Studio album 見習愛神 by Twins
- Released: 2005
- Genre: Mandopop
- Language: Standard Chinese (Mandarin)
- Label: Emperor Entertainment Group

Twins chronology
| Such A Better Day (2004) | Trainee Cupid (2005) | Around the World with 80 Dollars (2006) |

= Trainee Cupid =

Trainee Cupid (見習愛神) is the first Standard Chinese album by Hong Kong Cantopop girl group, Twins, released in 2005 by Emperor Entertainment Group. Various versions of this album exist, including of Hong Kong (3 version), Taiwan (3 version), Singapore/Malaysia (2 version) and China (2 version) versions.

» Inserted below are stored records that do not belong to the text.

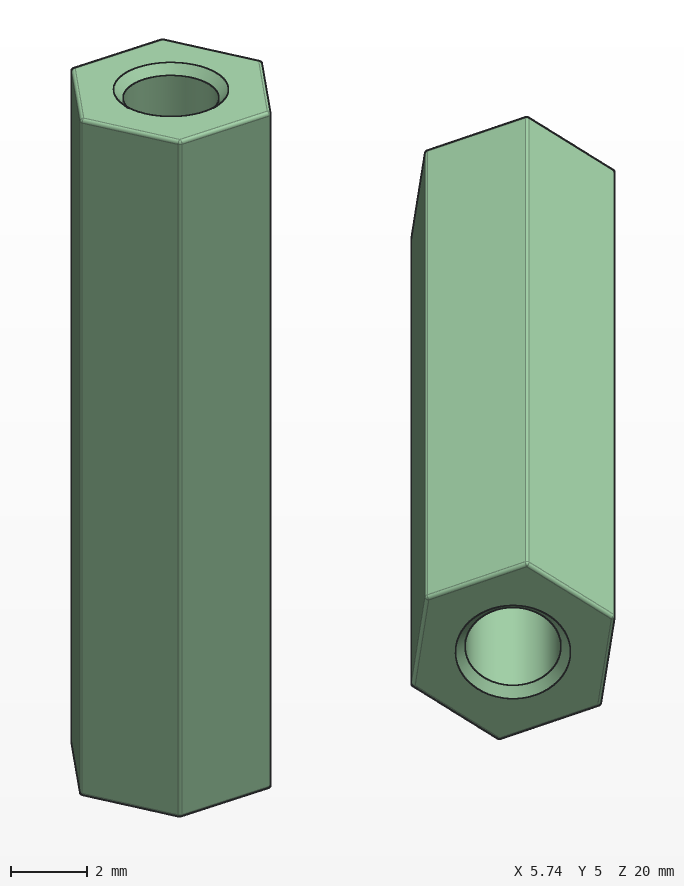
import cadquery as cq
import math

length = 20.0
across_flats = 5.0
edge_radius = 0.1

bore_diameter = 2.5
countersink_diameter = 3.0
countersink_depth = (countersink_diameter - bore_diameter) / 2

across_corners = across_flats / math.cos(math.pi / 6)


def make_body():
    """Hexagonal prism with corners on the X axis and every edge rounded."""
    prism = cq.Workplane("XY").polygon(6, across_corners).extrude(length)
    return prism.edges().fillet(edge_radius)


def make_bore():
    """Solid of revolution that clears the bore and both countersinks."""
    bore_radius = bore_diameter / 2
    mouth_radius = countersink_diameter / 2
    return (
        cq.Workplane("XZ")
        .moveTo(0, 0)
        .lineTo(mouth_radius, 0)
        .lineTo(bore_radius, countersink_depth)
        .lineTo(bore_radius, length - countersink_depth)
        .lineTo(mouth_radius, length)
        .lineTo(0, length)
        .close()
        .revolve(360, (0, 0, 0), (0, 1, 0))
    )


result = make_body().cut(make_bore())

Also karaoke DVD and VCD versions of Trainee Cupid, featuring music videos of the songs listed below with few extra bonus videos, was released in August 2005.

The music video for Starlight Amusement features Taiwanese artist Danson Tang.

The tracks Trainee Cupid and Starlight Amusement were nominated for Top 10 Gold Songs at the Hong Kong TVB8 Awards, presented by television station TVB8, in 2005.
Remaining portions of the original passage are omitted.